Note: the previous README mentioned saving an .hfdownloader.meta.json. v2.0.0 no longer persists such files; resume is purely filesystem‑based.
Installation
From source (Go 1.21+)
git clone https://github.com/bodaay/HuggingFaceModelDownloader
cd HuggingFaceModelDownloader
go build -o hfdownloader .
# optional:
# go install . # installs into your $GOBIN
-t, --token — Hugging Face token (or HF_TOKEN env)
--config — path to JSON config (defaults to ~/.config/hfdownloader.json if present)
> The old README showed a larger flag surface and described resume/overwrite toggles and metadata persistence; v2.0.0 deliberately simplifies this—resume is always on, and skip decisions are based on your files only (no metadata saved).
> Skip lines: each file prints at most one “skip (…)” per run.
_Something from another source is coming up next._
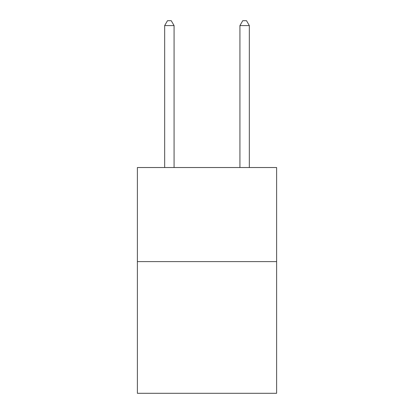 <?xml version="1.0" encoding="UTF-8"?>
<svg xmlns="http://www.w3.org/2000/svg" width="414" height="414" viewBox="0 0 414 414"><rect width="100%" height="100%" fill="white"/><g stroke="black" fill="none" stroke-linecap="round" stroke-linejoin="round"><path stroke-width="0.62" d="M276.614 261.601L276.614 393.3L137.386 393.3L137.386 167.525L276.614 167.525L276.614 261.601L137.386 261.601M174.077 167.525L174.077 25.59L164.668 25.59L164.668 167.525M164.668 25.59L167.489 20.7L171.251 20.7L174.077 25.59M249.331 167.525L249.331 25.59L239.923 25.59L239.923 167.525M239.923 25.59L242.749 20.7L246.511 20.7L249.331 25.59"/></g></svg>

Deduplication is enforced internally.
Resume & verification (how it decides to skip)
LFS files (SHA available) → compute local SHA‑256 and compare to the repo’s SHA.
If equal → skip (file_done with skip (sha256 match)).
If different (even if size matches) → re‑download.
Non‑LFS / SHA unknown → compare file size.
If equal → skip (skip (size match)).
If different → re‑download.
Multipart parts → each range part downloads to path.part-00, path.part-01, …; matching‑length parts are not re‑fetched and the file is assembled when all parts are present.
Cancellation & signals
SIGINT/SIGTERM: fast, cooperative cancellation—no new work is scheduled, all goroutines exit promptly, and ongoing HTTP calls are context‑bound.
SIGKILL (9): cannot be intercepted by any program; the OS terminates immediately.
Events you can handle: scan_start, plan_item, file_start, file_progress, retry, file_done, error, done.
Troubleshooting
401 Unauthorized
Provide a token: -t TOKEN or HF_TOKEN=.... Some repos require auth/acceptance.
403 Forbidden (terms)
Visit the repo page and accept terms, then retry.
Range requests disabled
Multipart falls back to a single GET automatically; downloads still work.
Slow throughput
Increase --connections and --max-active gradually; ensure disk/FS and network can keep up.
Repeated “skip” lines
v2.0.0 emits at most one “skip (…)” per file per run. If you still see duplicates, check for duplicate paths in the upstream tree or path collisions on Windows.
Why v2?
Cleaner mental model (one download command, sensible defaults).
Filesystem‑only resume—reliable and transparent; no “state” files to corrupt.
JSON events and a TUI that looks great everywhere.
Strong cancellation story for real‑world, long‑running downloads.
> The prior README’s CLI outline and examples helped guide this cleanup; this version documents the finalized v2 surface and behavior.
License
Apache‑2.0 (see LICENSE).
Acknowledgements
Thanks to the HF community and tooling ecosystem—this project tries to be a pragmatic drop‑in for everyday model & dataset fetching.